LOUISVILLE, KY: Humana, a health insurance company, is celebrating the 10-year anniversary of a program that highlights athletes competing in the biennial National Senior Games.
Its Humana Game Changers campaign included a significantly larger group of athletes than in previous years, and the company honored them with a medal ceremony and a reception with CEO Bruce Broussard.
“Humana is all about its commitment to the health and wellness of seniors,” so this campaign “made a lot of sense,” said Linda Bernstein Jasper, SVP at Coyne PR, which partnered with Humana on the effort.
The Senior Games, which were first held in 1987, occurred from July 7-18 in Pittsburgh and featured more than 11,000 athletes competing in 19 sports.
Humana featured 28 Game Changers this year, more than double the previous number and included athletes ranging from ages 51 to 100.
The 100-year-old, Roy Englert, won a gold medal in the 100-plus age bracket of the men’s 400-meter race. He was the only runner in that event but has participated in every Senior Games since its founding.

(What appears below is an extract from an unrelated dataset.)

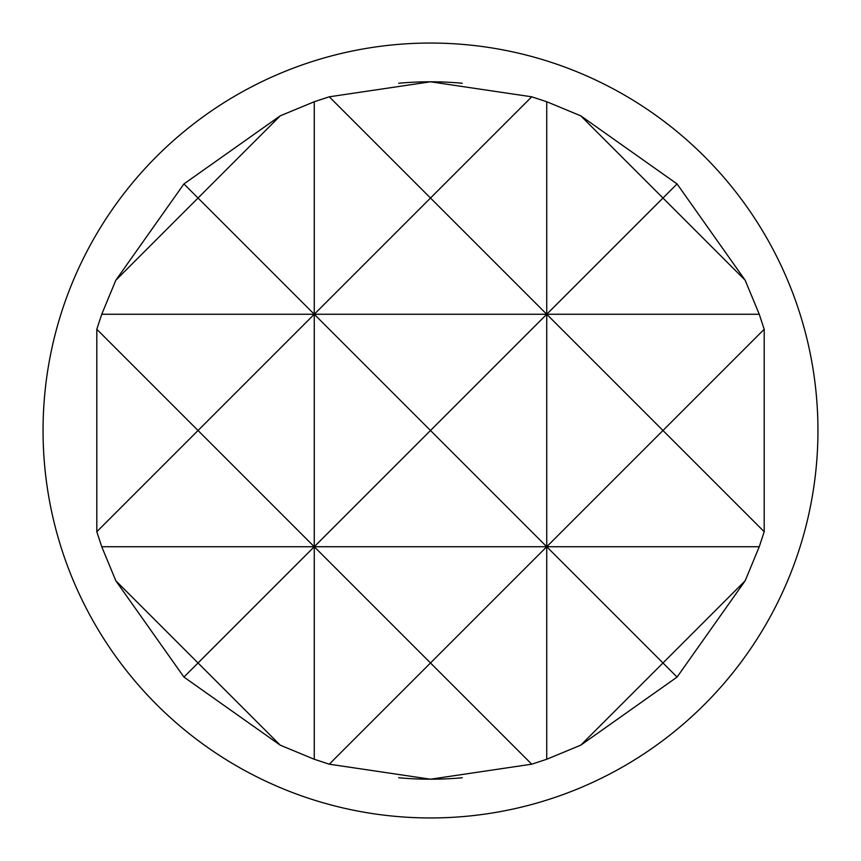 <?xml version="1.0" encoding="UTF-8"?>
<svg xmlns="http://www.w3.org/2000/svg" width="861" height="861" viewBox="0 0 861 861"><rect width="100%" height="100%" fill="white"/><g stroke="black" fill="none" stroke-linecap="round" stroke-linejoin="round"><path stroke-width="1.29" d="M462.282 777.752A348.705 348.705 0 0 1 430.5 779.205L531.721 764.191L546.735 759.262L580.777 745.163L677.069 677.069L745.163 580.777L759.262 546.735L764.191 531.721L764.191 329.279L759.262 314.265L745.163 280.223L677.069 183.931L580.777 115.837L546.735 101.738L531.721 96.809L430.5 81.795A348.705 348.705 0 0 1 462.282 83.248M96.809 531.721L198.03 430.5L96.809 329.279L96.809 531.721L101.738 546.735L115.837 580.777L183.931 677.069L280.223 745.163L314.265 759.262L329.279 764.191L430.5 779.205A348.705 348.705 0 0 1 398.718 777.752M398.718 83.248A348.705 348.705 0 0 1 430.5 81.795L329.279 96.809L314.265 101.738L314.265 314.265L430.5 198.03L546.735 314.265L662.97 198.03L745.163 280.223M817.95 430.5A387.45 387.45 0 0 1 430.5 817.95A387.45 387.45 0 0 1 43.05 430.5A387.45 387.45 0 0 1 430.5 43.05A387.45 387.45 0 0 1 817.95 430.5M531.721 96.809L430.5 198.03L329.279 96.809M546.735 101.738L546.735 546.735L430.5 662.97L531.721 764.191M314.265 101.738L280.223 115.837L198.03 198.03L314.265 314.265L101.738 314.265L96.809 329.279M183.931 183.931L115.837 280.223L198.03 198.03L183.931 183.931L280.223 115.837M764.191 329.279L662.97 430.5L764.191 531.721M677.069 183.931L662.97 198.03L580.777 115.837M115.837 280.223L101.738 314.265M745.163 580.777L662.97 662.97L546.735 546.735L546.735 759.262M329.279 764.191L430.5 662.97L314.265 546.735L314.265 759.262M759.262 314.265L546.735 314.265L430.5 430.5L314.265 314.265L198.03 430.5L314.265 546.735L198.03 662.97L280.223 745.163M183.931 677.069L198.03 662.97L115.837 580.777M580.777 745.163L662.97 662.97L677.069 677.069M759.262 546.735L546.735 546.735L662.97 430.5L546.735 314.265L314.265 314.265L314.265 546.735L101.738 546.735M430.5 430.5L546.735 546.735L314.265 546.735L430.5 430.5"/></g></svg>
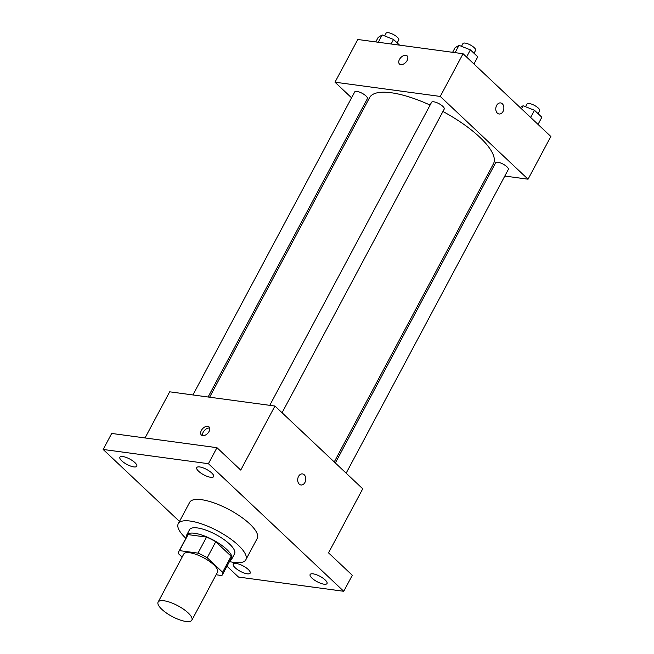 <?xml version="1.0" encoding="UTF-8"?>
<svg xmlns="http://www.w3.org/2000/svg" width="654" height="654" viewBox="0 0 654 654"><rect width="100%" height="100%" fill="white"/><g stroke="black" fill="none" stroke-linecap="round" stroke-linejoin="round"><path stroke-width="0.98" d="M164.023 600.781A19.146 6.09 28.1 0 1 183.537 609.209A19.146 6.09 28.1 0 1 191.892 620.139A19.146 6.09 28.1 0 1 172.133 616.493A19.146 6.09 28.1 0 1 158.105 602.105A19.146 6.09 28.1 0 1 164.023 600.781M158.105 602.105L183.758 554.061A19.146 6.09 28.1 0 1 189.676 552.736A19.146 6.09 28.1 0 1 209.19 561.165A19.146 6.09 28.1 0 1 217.545 572.103L191.892 620.139M206.541 537.106A24.713 7.856 28.1 0 1 215.755 541.733L231.156 556.252L222.605 572.266L207.204 557.748A24.713 7.856 28.1 0 0 197.99 553.12L206.541 537.106L188.082 534.612A24.713 7.856 28.1 0 0 187.404 535.43L178.853 551.445A24.713 7.856 28.1 0 0 178.697 553.897L182.123 557.126M216.114 574.776L221.771 575.536A24.713 7.856 28.1 0 0 222.45 574.719A24.713 7.856 28.1 0 0 222.605 572.266M197.99 553.12L179.531 550.627A24.713 7.856 28.1 0 0 178.853 551.445M215.755 541.733L207.204 557.748M188.082 534.612L179.531 550.627M231.156 556.252A24.713 7.856 28.1 0 1 231.001 558.704L222.45 574.719M230.044 560.503A25.531 8.118 -151.9 0 0 231.72 559.096A25.531 8.118 -151.9 0 0 226.742 549.442A25.531 8.118 -151.9 0 0 203.255 535.528A25.531 8.118 -151.9 0 0 186.676 535.046A25.531 8.118 -151.9 0 0 186.439 537.228M186.676 535.046L189.529 529.707A25.531 8.118 28.1 0 1 197.418 527.933A25.531 8.118 28.1 0 1 229.595 544.103A25.531 8.118 28.1 0 1 234.573 553.758L231.72 559.096M185.867 538.299A38.3 12.181 28.1 0 1 178.272 523.691A38.3 12.181 28.1 0 1 190.101 521.042A38.3 12.181 28.1 0 1 229.137 537.899A38.3 12.181 28.1 0 1 245.83 559.767A38.3 12.181 28.1 0 1 229.472 561.573M178.272 523.691L189.668 502.337A38.3 12.181 28.1 0 1 201.506 499.689A38.3 12.181 28.1 0 1 240.533 516.546A38.3 12.181 28.1 0 1 257.235 538.414L245.83 559.767M235.146 567.746A9.573 3.041 28.1 0 1 233.282 564.124A9.573 3.041 28.1 0 1 243.165 565.947A9.573 3.041 28.1 0 1 250.171 573.149A9.573 3.041 28.1 0 1 243.958 572.961A9.573 3.041 28.1 0 1 235.146 567.746M121.758 460.841A9.573 3.041 28.1 0 1 119.895 457.22A9.573 3.041 28.1 0 1 129.77 459.043A9.573 3.041 28.1 0 1 136.784 466.237A9.573 3.041 28.1 0 1 130.571 466.057A9.573 3.041 28.1 0 1 121.758 460.841M198.595 471.232A9.573 3.041 28.1 0 1 196.731 467.61A9.573 3.041 28.1 0 1 206.615 469.433A9.573 3.041 28.1 0 1 213.621 476.627A9.573 3.041 28.1 0 1 207.408 476.447A9.573 3.041 28.1 0 1 198.595 471.232M311.991 578.136A9.573 3.041 28.1 0 1 310.119 574.514A9.573 3.041 28.1 0 1 320.002 576.337A9.573 3.041 28.1 0 1 327.016 583.531A9.573 3.041 28.1 0 1 320.795 583.352A9.573 3.041 28.1 0 1 311.991 578.136M226.995 566.217L238.489 577.057L343.751 591.29L208.413 463.694L103.152 449.461L179.482 521.426M343.751 591.29L352.302 575.275L328.529 552.859L362.733 488.808L274.942 406.036L240.737 470.095L216.964 447.679L208.413 463.694M298.535 476.431A5.584 4.022 -82.3 0 1 302.483 473.913A5.584 4.022 -82.3 0 1 305.72 479.987A5.584 4.022 -82.3 0 1 300.987 484.982A5.584 4.022 -82.3 0 1 298.535 476.431M216.964 447.679L111.703 433.447L103.152 449.461M274.942 406.036L169.68 391.811L145.041 437.959M207.702 426.277A5.584 3.442 133.3 0 1 209.043 426.89A5.584 3.442 133.3 0 1 207.719 433.316A5.584 3.442 133.3 0 1 201.383 435.016A5.584 3.442 133.3 0 1 201.972 429.482A5.584 3.442 133.3 0 1 207.702 426.277M202.568 435.597A5.584 3.442 133.3 0 1 204.481 430.406A5.584 3.442 133.3 0 1 209.55 428.018A5.584 3.442 133.3 0 1 209.697 428.043M302.483 473.913A5.584 4.022 -82.3 0 1 305.72 479.987A5.584 4.022 -82.3 0 1 300.987 484.982M209.623 397.207L369.584 97.626A70.207 22.326 28.1 0 1 391.288 92.762A70.207 22.326 28.1 0 1 430.087 105.081M442.938 111.482A70.207 22.326 28.1 0 1 493.459 163.77L334.243 461.945M208.095 397.003L367.385 98.672A7.178 2.281 -151.9 0 0 362.136 93.285A7.178 2.281 -151.9 0 0 354.73 91.92L192.922 394.951M335.339 462.975L495.658 162.723A7.178 2.281 28.1 0 1 497.874 162.225A7.178 2.281 28.1 0 1 505.182 165.388A7.178 2.281 28.1 0 1 508.313 169.484L346.154 473.177M269.767 405.341L431.575 102.302A7.178 2.281 28.1 0 1 433.79 101.811A7.178 2.281 28.1 0 1 441.098 104.967A7.178 2.281 28.1 0 1 444.229 109.063L282.07 412.756M504.806 176.057L528.048 179.196L440.256 96.432L334.995 82.2L351.574 97.83M362.39 108.033L363.485 109.055M488.097 173.8L489.633 174.005M440.256 96.432L463.065 53.726L550.848 136.49L528.048 179.196M496.631 105.441A5.584 4.022 -82.3 0 1 500.58 102.923A5.584 4.022 -82.3 0 1 503.817 108.997A5.584 4.022 -82.3 0 1 499.084 113.992A5.584 4.022 -82.3 0 1 496.631 105.441M463.065 53.726L357.795 39.493L334.995 82.2M399.471 64.018A5.584 3.442 133.3 0 1 400.068 58.484A5.584 3.442 133.3 0 1 405.799 55.288A5.584 3.442 133.3 0 1 407.14 55.892A5.584 3.442 133.3 0 1 405.807 62.318A5.584 3.442 133.3 0 1 399.471 64.018A5.584 3.442 133.3 0 1 400.06 58.484A5.584 3.442 133.3 0 1 405.799 55.288A5.584 3.442 133.3 0 1 407.14 55.892M500.572 102.923A5.584 4.022 -82.3 0 1 503.809 108.997A5.584 4.022 -82.3 0 1 499.076 113.992M399.561 45.142L393.544 39.469L382.173 34.948L378.192 37.392L375.772 41.921M393.544 39.469L391.117 43.998M382.173 34.948L378.265 42.265M384.626 35.921L386.081 33.199A7.178 2.281 28.1 0 1 388.296 32.7A7.178 2.281 28.1 0 1 395.613 35.856A7.178 2.281 28.1 0 1 398.744 39.959L397.174 42.894M473.946 63.994L477.772 56.824L470.381 49.859L459.01 45.33L455.029 47.783L452.609 52.312M470.381 49.859L466.555 57.021M459.01 45.33L455.102 52.655M461.471 46.311L462.926 43.589A7.178 2.281 28.1 0 1 465.141 43.09A7.178 2.281 28.1 0 1 472.45 46.246A7.178 2.281 28.1 0 1 475.581 50.342L474.011 53.276M538.029 124.407L541.855 117.246L534.465 110.273L523.094 105.752L520.159 107.558M534.465 110.273L530.639 117.442M523.094 105.752L521.467 108.793M525.554 106.733L527.01 104.002A7.178 2.281 28.1 0 1 529.225 103.512A7.178 2.281 28.1 0 1 536.533 106.667A7.178 2.281 28.1 0 1 539.664 110.763L538.095 113.698"/></g></svg>

“The only advice I ever give, and I give it constantly, is keep moving, keep moving, keep moving,” Englert says in a Senior Games video.
Rather than use the campaign to gain customers, for Humana, the Game Changers program “is entirely reputational building, so they look at it as an investment in their reputation and their image, and that’s what’s really important to them,” Bernstein Jasper said.
The campaign included Broussard posting on LinkedIn about his training for the games, videos featuring the Game Changers and on-site activations at the games.
To promote the effort, Weber Shandwick also worked with Katie Couric Media to publish three interviews of Game Changers in advance of the Games. Couric also did two interviews, which included mentions of Humana, with Well + Good and The Healthy, a Reader’s Digest publication.